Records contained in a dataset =

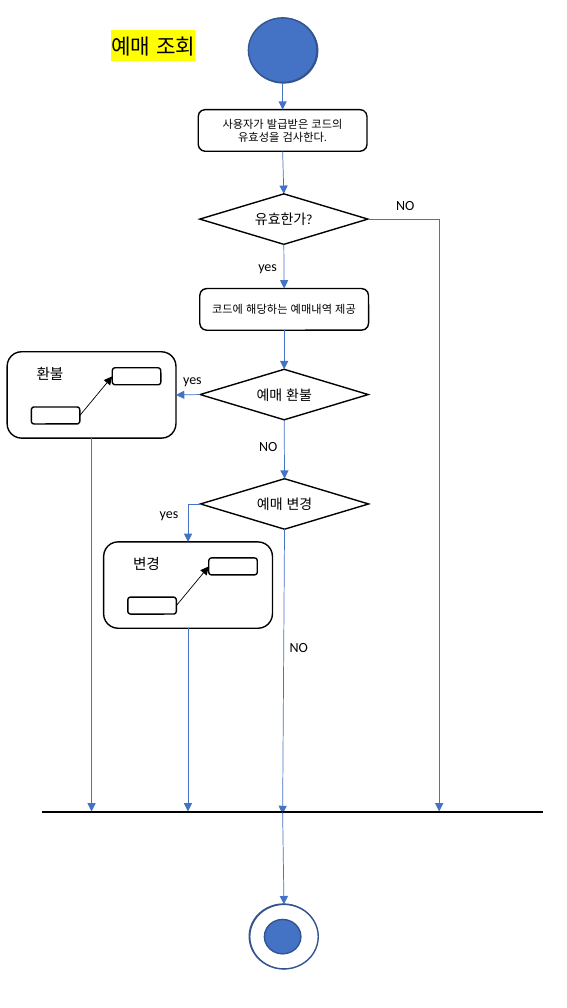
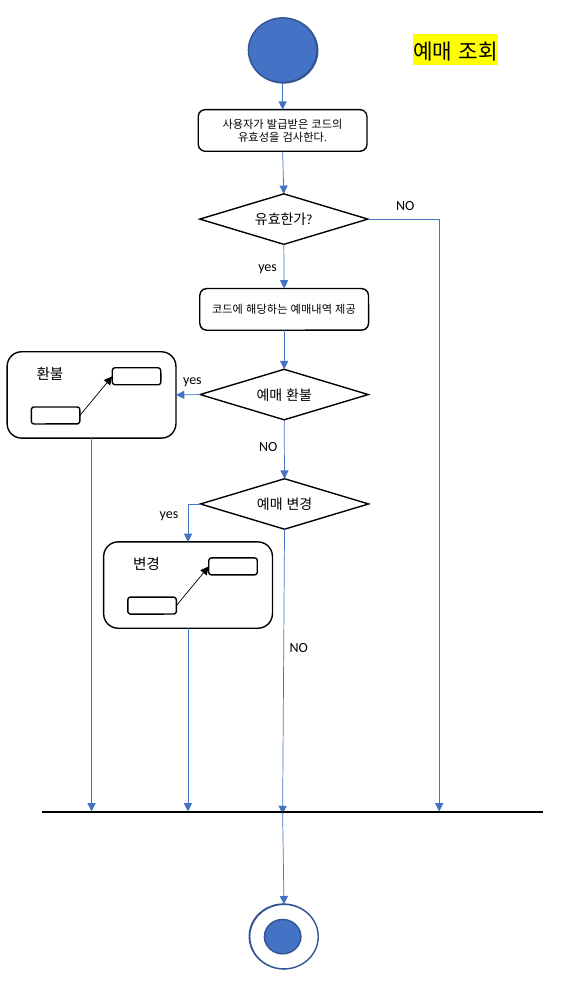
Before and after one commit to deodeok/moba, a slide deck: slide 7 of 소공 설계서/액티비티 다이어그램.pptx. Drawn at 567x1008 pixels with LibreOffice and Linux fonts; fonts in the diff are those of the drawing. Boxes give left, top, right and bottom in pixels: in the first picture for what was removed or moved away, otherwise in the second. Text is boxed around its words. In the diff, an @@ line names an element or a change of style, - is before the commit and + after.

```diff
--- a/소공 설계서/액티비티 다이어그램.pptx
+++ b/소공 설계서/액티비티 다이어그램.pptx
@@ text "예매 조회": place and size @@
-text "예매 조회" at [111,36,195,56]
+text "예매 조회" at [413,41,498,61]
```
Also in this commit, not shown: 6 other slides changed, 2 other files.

YOUR OBJECTIVE = Write out all the data exactly, minus pictures.

EXERCISE OUTPUT =
Before and after one commit to deodeok/moba, a slide deck: slide 7 of 소공 설계서/액티비티 다이어그램.pptx. Drawn at 567x1008 pixels with LibreOffice and Linux fonts; fonts in the diff are those of the drawing. Boxes give left, top, right and bottom in pixels: in the first picture for what was removed or moved away, otherwise in the second. Text is boxed around its words. In the diff, an @@ line names an element or a change of style, - is before the commit and + after.

```diff
--- a/소공 설계서/액티비티 다이어그램.pptx
+++ b/소공 설계서/액티비티 다이어그램.pptx
@@ text "예매 조회": place and size @@
-text "예매 조회" at [111,36,195,56]
+text "예매 조회" at [413,41,498,61]
```
Also in this commit, not shown: 6 other slides changed, 2 other files.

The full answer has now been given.